Averment of damages in a complaint for breach of contract.

The sufficiency of the first cause of action has also been argued. The contract, the breach and the refusal to make any recompense for plaintiff’s services, to plaintiff’s damage, *97ten thousand dollars is alleged. The damages thus alleged are general damages, but it seems to us to be sufficient so far as the question arising on demurrer is concerned. The measure of damages is another question, which does not arise in this stage of the proceedings. The plaintiff, it is true, alleges in addition that he rendered his services for a specified time; that by reason of the premises defendants had become liable to pay to the plaintiff what said services were reasonably worth; that they were worth a specified sum; and that although often requested so to do, the defendants had neglected and refused to pay, etc. Conceding the plaintiff to have mistaken his measure of damages, and that these latter allegations are surplusage, still, a contract, a breach and general damages are alleged, and this is sufficient on demurrer. It is not now clear to our minds, however, that plaintiff is not entitled to rescind. He had received nothing from defendants to be returned. He had derived no benefit whatever from what had been done by plaintiff. He got nothing. There was nothing for him to return. The defendants advanced some money, it is true, for the construction of the tunnel, but it went into their own tunnel so far as the contract between them and plaintiff was concerned. It was put just where they wanted it placed. They still had their property, not in the form of money to be sure, but in the form of a tunnel for developing a mine. They had all that they had themselves put in and the benefit of the plaintiff’s services besides, while the plaintiff lost his services, and got nothing from the defendants to restore. If defendants failed to get the tunnel, it was in consequence of the breach of their contract with other parties. Why were the defendants not in statuo quo within the meaning of that phrase as used in this connection ? But it is unnecessary to determine this question now.
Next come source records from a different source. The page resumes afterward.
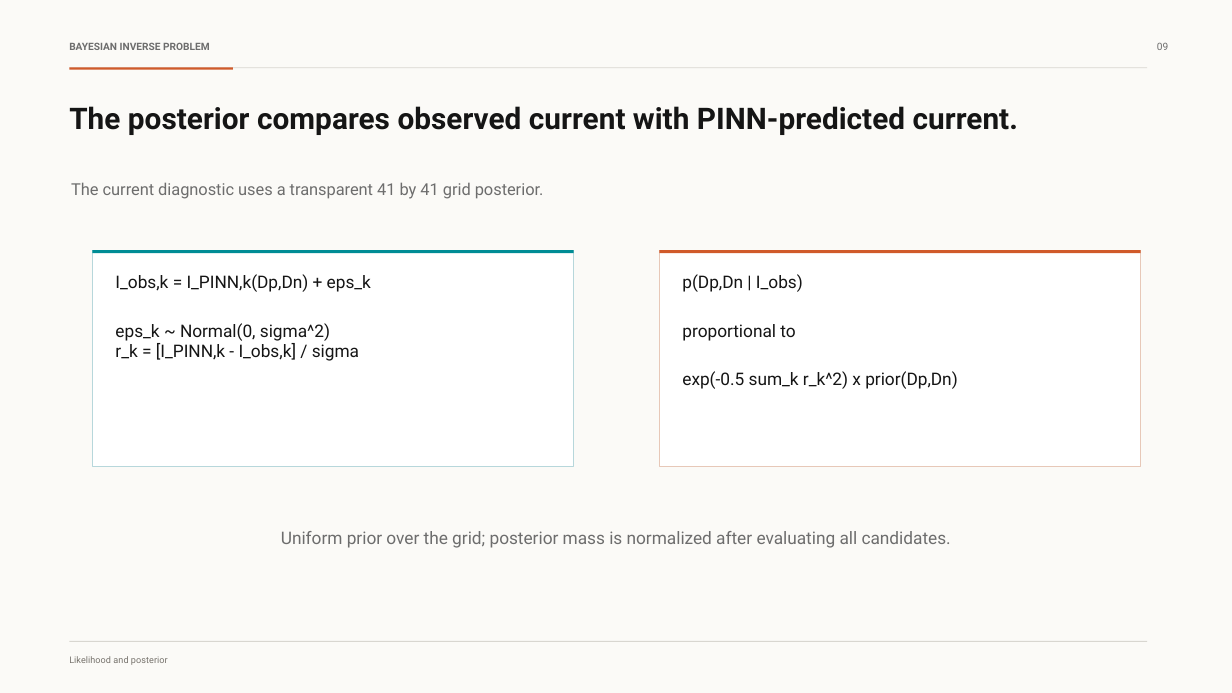
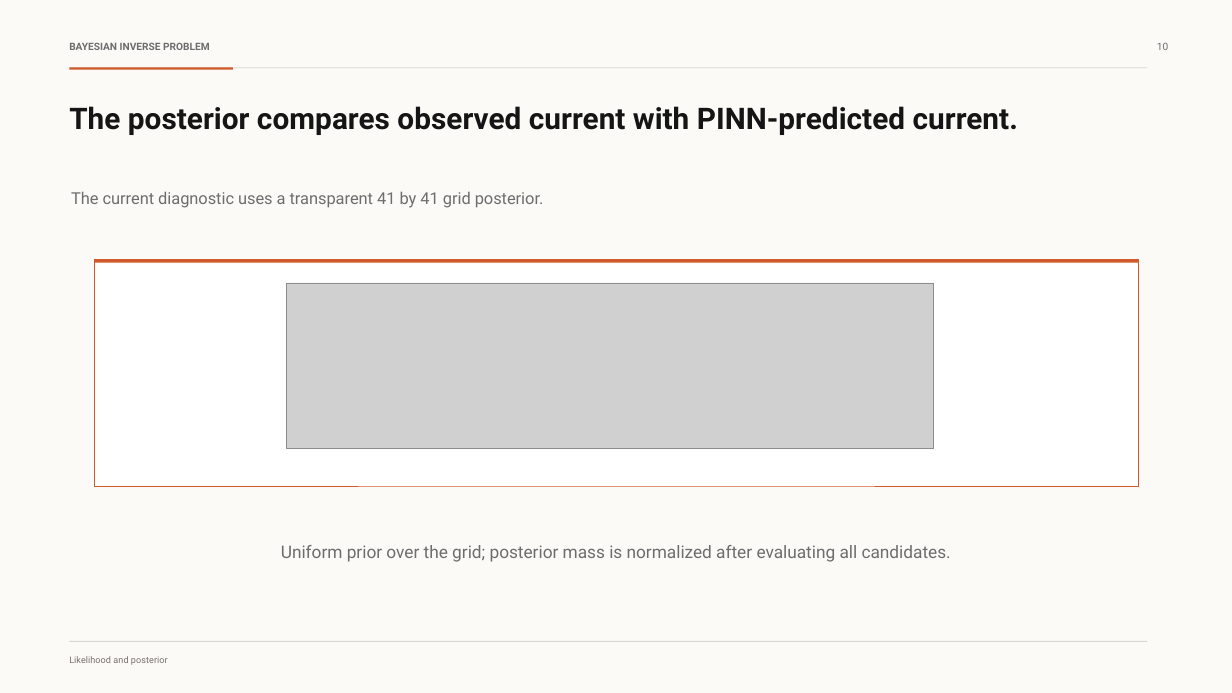
Before and after one commit to jack28257/PINN_JAX, a slide deck: slide 10 of presentation/pnp_pinn_current_inference_presentation.pptx (slide 9 before the commit). Drawn at 1232x693 pixels with LibreOffice and Linux fonts; fonts in the diff are those of the drawing; grey boxes stand for pictures. Boxes give left, top, right and bottom in pixels: in the first picture for what was removed or moved away, otherwise in the second. Text is boxed around its words. In the diff, an @@ line names an element or a change of style, - is before the commit and + after.

```diff
--- a/presentation/pnp_pinn_current_inference_presentation.pptx
+++ b/presentation/pnp_pinn_current_inference_presentation.pptx
@@ text at (x1=1157, y1=43, x2=1168, y2=50): text changed @@
-09
+10
@@ text "The current diagnostic uses a ..." moved from (x1=71, y1=182, x2=544, y2=199) to (x1=71, y1=191, x2=544, y2=208) @@
@@ rectangle removed at (x1=92, y1=250, x2=574, y2=467) @@
@@ rectangle removed at (x1=92, y1=250, x2=574, y2=253) @@
@@ rectangle added at (x1=94, y1=260, x2=1139, y2=486), fill #FFFFFF, outline #D05A2A 0.75 pt @@
@@ rectangle added at (x1=94, y1=260, x2=1139, y2=262), fill #D05A2A @@
@@ rectangle removed at (x1=660, y1=250, x2=1141, y2=467) @@
@@ rectangle removed at (x1=660, y1=250, x2=1141, y2=253) @@
@@ text removed at (x1=115, y1=274, x2=371, y2=361) @@
-I_obs,k = I_PINN,k(Dp,Dn) + eps_k
-eps_k ~ Normal(0, sigma^2)
-r_k = [I_PINN,k - I_obs,k] / sigma
@@ picture added at (x1=287, y1=283, x2=933, y2=448) @@
@@ text removed at (x1=682, y1=274, x2=958, y2=389) @@
-p(Dp,Dn | I_obs)
-proportional to
-exp(-0.5 sum_k r_k^2) x prior(Dp,Dn)
@@ text "Uniform prior over the grid; ..." moved from (x1=281, y1=531, x2=951, y2=548) to (x1=281, y1=545, x2=951, y2=562) @@
```
Also in this commit, not shown: 11 other slides changed, 2 slides added, 2 other files.

There was no partnership between plaintiff and defendants created by the contract in question. There was no community of profit and loss. It was' simply an agreement on one side to perform certain services, and on the other side to convey, *98in consideration of said services, a certain interest in a specific piece of property.

Judgment and order sustaining the demurrer reversed, and cause remanded for further proceedings.

Sanderson, J., Shafter, J., and Rhodes, J., concurring specially.

We concur in the judgment, but do not desire to intimate any opinion as to what is the measure of damages.